PUEO is the Payload for Ultra-High Energy Observations, similar in design to ANITA, and will also fly over Antarctica on a balloon. This instrument has benefited from the lessons learned during the ANITA experiment. The technology developed for PUEO is 10 times more sensitive and will allow scientists to dig even deeper in the search for neutrinos, “hopefully to discover what the universe has to offer at the highest energies in terms of neutrinos,” Vieregg said.
Radio Neutrino Observatory is a ground-based experiment that will place radio antennae across the ice sheet in Greenland. This placement on the ground will allow the researchers to look for lower energy particles that don’t make as bright of a signal, which overlaps some with IceCube.
And IceCube itself will get an upgrade, which is called IceCube Gen 2. Progress is being made on the “ongoing upgrade of the detector and our preparations for the next-generation instrument that will be an order of magnitude larger,” Halzen said.
Together, PUEO, RNO and IceCube2 will act as a set of observatories that cover the range of neutrinos and their energy ranges.

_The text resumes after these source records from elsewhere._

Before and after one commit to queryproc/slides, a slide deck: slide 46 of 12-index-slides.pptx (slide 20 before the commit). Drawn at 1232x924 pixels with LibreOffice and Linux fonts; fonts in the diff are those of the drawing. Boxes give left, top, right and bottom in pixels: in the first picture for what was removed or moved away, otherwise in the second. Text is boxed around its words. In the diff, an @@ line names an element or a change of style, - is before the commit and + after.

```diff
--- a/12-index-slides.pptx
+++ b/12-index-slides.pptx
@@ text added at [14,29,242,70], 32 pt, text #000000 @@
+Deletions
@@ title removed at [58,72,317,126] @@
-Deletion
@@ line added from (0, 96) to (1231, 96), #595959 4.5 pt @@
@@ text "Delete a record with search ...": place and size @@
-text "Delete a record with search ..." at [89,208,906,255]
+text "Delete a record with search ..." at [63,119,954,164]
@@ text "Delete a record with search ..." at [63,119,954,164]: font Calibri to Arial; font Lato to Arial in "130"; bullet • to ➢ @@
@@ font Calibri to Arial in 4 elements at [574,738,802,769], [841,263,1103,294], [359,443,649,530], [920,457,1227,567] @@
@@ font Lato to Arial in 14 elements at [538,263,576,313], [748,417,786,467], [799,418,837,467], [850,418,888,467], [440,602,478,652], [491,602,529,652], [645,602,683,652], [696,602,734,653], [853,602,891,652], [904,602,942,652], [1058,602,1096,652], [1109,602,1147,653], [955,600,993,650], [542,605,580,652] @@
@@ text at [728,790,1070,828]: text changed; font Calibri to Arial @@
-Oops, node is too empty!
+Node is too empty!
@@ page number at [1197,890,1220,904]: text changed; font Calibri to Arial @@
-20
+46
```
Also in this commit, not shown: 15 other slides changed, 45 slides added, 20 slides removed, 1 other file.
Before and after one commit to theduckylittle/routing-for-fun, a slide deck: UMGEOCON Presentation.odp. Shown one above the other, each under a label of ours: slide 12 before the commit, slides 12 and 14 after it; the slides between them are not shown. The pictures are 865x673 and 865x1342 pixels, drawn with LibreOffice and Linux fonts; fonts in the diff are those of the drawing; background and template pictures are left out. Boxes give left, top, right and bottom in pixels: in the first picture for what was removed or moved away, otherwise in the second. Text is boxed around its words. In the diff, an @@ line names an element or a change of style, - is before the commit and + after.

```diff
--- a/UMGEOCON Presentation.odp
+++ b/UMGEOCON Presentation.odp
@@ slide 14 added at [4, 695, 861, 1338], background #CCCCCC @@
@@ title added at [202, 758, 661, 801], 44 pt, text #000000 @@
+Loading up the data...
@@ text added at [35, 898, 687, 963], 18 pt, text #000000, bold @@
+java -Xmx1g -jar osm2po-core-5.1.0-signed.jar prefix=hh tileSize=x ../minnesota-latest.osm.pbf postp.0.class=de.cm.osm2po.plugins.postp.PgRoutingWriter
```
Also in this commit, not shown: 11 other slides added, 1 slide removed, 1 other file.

“What we’ve learned from ANITA and IceCube gives us the tools to build the next generation and do it in a way that gets to the science fast,” Vieregg said.
As Gorham looks ahead to the future of studying neutrinos, it unfurls more like a marathon than a sprint — but one that’s well worth it.
“What we do has horizons which are a generation long, that’s the benefit to society we have to be looking at,” Gorham said.
“When Pierre Curie discovered X-rays from radium that he put in his desk in the 1890s, he had no idea that by a generation later, X-rays would become the most valuable medical tool maybe ever, and they still are. If physicists hadn’t been working on quantum mechanics in the ’20s and ’30s, we would never have gotten transistors in the ’50s and ’60s. We wouldn’t have cellphones and computers today.
“These things take a generation to really unfold in terms of their benefits, and that’s certainly the case for neutrinos. It may be another generation before we understand them, and we can’t predict what the outcome may be, but it probably will be incredible.”
The beginning of neutrino astronomy is happening now, Vieregg said. As researchers learn about the sources of these neutrinos, they can put the larger picture together.
And we’re also living in a time when multi-messenger astronomy — a combination of observations and data across the electromagnetic spectrum — is helping to shed light on previously mysterious occurrences in the universe. These messengers include the detection of gravitational waves, or ripples in space time, as well as the neutrino tracing detection by IceCube in 2018.
“We’ll be reaping the scientific rewards in the next 10 to 15 years,” Vieregg said. “Neutrinos are interesting because you can match them with other observations, such as optical from regular telescopes, or gravitational wave observations. Put them together and we can learn even more about what’s out there in the universe.”